Question

Mechanism of a hypothetical reaction $X _{2}+ Y _{2} \rightarrow 2 XY$ is given below: (i) $X_{2} \rightarrow X+X$ (fast) (ii) $X + Y _{2} \rightleftharpoons XY + Y$ ( slow ) (iii) $X + Y \rightarrow XY$ (fast) The overall order of the reaction will be

• A. 2
• B. 0
• C. 1.5
• D. 1

Answer 1

The Correct Option is C

The given mechanism for the hypothetical reaction X_{2}+ Y_{2} \rightarrow 2 XY is composed of three steps:

1. X_{2} \rightarrow X+X (fast)
2. X + Y_{2} \rightleftharpoons XY + Y (slow)
3. X + Y \rightarrow XY (fast)

To determine the overall order of the reaction, we need to analyze the rate-determining step, which is the slowest step in the mechanism.

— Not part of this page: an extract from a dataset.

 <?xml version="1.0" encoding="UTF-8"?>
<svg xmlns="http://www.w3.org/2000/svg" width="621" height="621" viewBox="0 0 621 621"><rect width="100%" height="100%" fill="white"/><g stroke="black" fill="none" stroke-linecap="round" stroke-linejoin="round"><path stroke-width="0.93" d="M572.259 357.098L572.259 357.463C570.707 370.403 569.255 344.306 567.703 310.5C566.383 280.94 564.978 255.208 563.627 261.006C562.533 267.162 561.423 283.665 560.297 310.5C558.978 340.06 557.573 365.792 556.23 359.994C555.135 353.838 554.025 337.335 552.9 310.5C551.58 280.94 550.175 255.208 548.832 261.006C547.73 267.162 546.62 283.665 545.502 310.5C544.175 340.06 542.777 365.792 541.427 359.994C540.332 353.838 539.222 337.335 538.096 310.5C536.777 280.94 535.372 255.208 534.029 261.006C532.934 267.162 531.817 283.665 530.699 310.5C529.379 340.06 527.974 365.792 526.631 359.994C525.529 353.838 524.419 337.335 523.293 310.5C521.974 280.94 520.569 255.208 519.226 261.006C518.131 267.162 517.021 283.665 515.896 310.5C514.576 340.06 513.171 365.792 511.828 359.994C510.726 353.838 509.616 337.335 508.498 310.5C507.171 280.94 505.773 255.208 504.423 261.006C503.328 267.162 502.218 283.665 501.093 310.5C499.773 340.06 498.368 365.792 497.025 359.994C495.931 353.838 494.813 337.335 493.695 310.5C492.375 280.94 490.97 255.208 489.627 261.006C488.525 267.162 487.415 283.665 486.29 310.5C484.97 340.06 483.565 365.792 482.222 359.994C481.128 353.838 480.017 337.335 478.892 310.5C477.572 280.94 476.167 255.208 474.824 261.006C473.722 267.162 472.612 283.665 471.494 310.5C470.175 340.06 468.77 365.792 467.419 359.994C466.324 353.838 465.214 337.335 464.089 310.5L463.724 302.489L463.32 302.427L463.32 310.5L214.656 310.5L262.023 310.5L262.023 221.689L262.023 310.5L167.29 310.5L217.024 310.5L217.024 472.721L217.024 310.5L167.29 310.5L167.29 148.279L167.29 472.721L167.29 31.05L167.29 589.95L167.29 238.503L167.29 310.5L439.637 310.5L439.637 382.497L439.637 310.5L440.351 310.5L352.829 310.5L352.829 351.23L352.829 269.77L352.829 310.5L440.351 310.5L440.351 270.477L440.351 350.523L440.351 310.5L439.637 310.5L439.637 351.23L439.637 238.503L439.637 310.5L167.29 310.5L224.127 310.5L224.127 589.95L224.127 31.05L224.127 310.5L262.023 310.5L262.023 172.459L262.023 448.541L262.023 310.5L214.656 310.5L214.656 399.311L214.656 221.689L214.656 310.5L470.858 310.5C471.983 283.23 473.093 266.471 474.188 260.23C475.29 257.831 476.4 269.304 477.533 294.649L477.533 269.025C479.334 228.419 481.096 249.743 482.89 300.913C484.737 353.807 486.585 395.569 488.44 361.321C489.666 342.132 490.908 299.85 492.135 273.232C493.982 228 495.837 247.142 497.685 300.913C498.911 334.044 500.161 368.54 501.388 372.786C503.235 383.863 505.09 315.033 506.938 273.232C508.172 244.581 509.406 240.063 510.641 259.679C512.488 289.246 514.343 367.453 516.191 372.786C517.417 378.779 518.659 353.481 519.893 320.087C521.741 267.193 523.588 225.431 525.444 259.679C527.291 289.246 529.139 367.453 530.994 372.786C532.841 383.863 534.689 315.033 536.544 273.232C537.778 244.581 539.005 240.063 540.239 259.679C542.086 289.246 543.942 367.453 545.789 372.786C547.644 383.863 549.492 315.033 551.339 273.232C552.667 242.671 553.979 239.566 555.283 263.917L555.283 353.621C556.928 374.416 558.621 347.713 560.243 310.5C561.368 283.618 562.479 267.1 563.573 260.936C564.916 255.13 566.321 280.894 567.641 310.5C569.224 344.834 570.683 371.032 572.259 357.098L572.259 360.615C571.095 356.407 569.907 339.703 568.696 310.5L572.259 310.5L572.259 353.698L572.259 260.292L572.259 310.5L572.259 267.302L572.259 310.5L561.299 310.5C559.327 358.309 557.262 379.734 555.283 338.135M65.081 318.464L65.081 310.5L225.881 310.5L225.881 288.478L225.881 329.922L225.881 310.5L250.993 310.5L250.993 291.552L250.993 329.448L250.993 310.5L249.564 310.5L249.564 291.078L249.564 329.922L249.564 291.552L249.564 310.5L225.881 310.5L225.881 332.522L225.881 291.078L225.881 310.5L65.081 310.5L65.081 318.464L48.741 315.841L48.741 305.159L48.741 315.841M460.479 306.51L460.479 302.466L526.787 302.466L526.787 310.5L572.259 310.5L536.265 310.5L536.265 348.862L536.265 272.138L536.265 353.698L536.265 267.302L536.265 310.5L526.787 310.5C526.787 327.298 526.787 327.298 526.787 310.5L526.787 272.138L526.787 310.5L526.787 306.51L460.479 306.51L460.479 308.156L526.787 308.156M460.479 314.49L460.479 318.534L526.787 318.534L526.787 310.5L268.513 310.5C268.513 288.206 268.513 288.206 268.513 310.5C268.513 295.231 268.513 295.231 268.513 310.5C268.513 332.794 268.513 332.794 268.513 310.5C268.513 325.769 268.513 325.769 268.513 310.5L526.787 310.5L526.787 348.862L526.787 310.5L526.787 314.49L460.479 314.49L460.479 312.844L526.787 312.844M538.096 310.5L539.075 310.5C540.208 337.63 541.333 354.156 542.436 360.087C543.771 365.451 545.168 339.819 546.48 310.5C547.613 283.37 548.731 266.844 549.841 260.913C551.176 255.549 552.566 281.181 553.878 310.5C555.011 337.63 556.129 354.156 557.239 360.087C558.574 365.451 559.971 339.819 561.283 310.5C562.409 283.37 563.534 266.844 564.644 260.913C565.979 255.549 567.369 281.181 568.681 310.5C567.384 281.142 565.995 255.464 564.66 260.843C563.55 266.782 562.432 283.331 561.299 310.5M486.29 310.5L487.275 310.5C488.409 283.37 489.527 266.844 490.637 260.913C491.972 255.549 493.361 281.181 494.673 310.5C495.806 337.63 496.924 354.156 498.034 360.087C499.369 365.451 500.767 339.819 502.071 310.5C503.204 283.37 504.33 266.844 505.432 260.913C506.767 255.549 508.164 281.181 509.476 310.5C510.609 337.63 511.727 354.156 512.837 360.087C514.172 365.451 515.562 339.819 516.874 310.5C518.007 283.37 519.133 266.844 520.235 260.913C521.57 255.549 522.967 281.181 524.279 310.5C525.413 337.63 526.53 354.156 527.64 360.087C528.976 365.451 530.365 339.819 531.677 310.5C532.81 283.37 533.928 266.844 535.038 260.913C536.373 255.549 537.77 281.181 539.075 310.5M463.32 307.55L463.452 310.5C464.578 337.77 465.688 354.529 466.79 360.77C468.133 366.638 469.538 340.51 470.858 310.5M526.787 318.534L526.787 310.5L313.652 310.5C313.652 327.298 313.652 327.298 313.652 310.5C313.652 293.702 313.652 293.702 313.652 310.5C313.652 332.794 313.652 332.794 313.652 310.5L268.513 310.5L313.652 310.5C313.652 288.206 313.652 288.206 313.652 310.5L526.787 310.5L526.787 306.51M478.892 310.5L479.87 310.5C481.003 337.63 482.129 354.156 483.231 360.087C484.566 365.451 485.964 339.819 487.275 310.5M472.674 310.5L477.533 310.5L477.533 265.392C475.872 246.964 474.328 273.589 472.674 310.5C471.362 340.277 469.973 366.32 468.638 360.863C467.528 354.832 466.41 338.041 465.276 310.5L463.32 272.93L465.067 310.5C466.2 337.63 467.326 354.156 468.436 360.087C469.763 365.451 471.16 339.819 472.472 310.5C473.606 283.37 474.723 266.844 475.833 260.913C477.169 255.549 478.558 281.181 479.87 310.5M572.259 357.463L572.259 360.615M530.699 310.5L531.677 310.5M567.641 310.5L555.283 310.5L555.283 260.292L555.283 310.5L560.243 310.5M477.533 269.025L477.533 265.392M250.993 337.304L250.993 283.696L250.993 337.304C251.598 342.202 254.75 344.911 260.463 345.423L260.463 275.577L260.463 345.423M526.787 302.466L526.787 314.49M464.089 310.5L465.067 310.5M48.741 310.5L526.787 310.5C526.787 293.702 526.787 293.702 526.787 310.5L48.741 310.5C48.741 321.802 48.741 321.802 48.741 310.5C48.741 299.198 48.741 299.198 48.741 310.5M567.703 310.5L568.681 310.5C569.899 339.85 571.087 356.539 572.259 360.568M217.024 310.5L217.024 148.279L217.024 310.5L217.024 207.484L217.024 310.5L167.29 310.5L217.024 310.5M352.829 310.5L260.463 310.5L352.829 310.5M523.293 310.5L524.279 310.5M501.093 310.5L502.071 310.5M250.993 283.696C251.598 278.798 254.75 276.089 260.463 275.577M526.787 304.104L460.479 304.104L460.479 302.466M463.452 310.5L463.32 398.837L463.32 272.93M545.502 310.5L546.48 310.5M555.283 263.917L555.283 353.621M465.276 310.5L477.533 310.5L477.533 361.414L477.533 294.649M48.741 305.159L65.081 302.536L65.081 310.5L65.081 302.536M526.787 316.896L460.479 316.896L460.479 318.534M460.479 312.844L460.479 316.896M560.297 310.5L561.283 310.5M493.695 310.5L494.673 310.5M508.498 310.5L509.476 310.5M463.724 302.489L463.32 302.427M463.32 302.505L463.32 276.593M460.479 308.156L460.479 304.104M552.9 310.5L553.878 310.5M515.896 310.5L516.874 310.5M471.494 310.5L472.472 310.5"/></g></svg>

Here, the rate-determining step is step (ii): X + Y_{2} \rightleftharpoons XY + Y.

According to the rate law for elementary reactions, the rate of the slow step can be expressed as:

\text{Rate} = k [X] [Y_{2}]

We need an expression for the concentration of [X]. From step (i), since it is a fast and reversible equilibrium step, we can assume:

K = \frac{[X]^2}{[X_2]}

Where K is the equilibrium constant of step (i). Therefore, we rearrange to find [X]:

[X] = \sqrt{K [X_2]}

Substitute this expression into the rate law for the slow step:

\text{Rate} = k [Y_{2}] \sqrt{K [X_2]} = k' [Y_{2}] [X_2]^{1/2}

Here, k' = k \sqrt{K}, which encapsulates all constants. Thus, the overall order of the reaction is the sum of the powers in the rate law:

\text{Order of reaction} = 1 + \frac{1}{2} = 1.5

The correct answer is 1.5, which corresponds to choice: 1.5.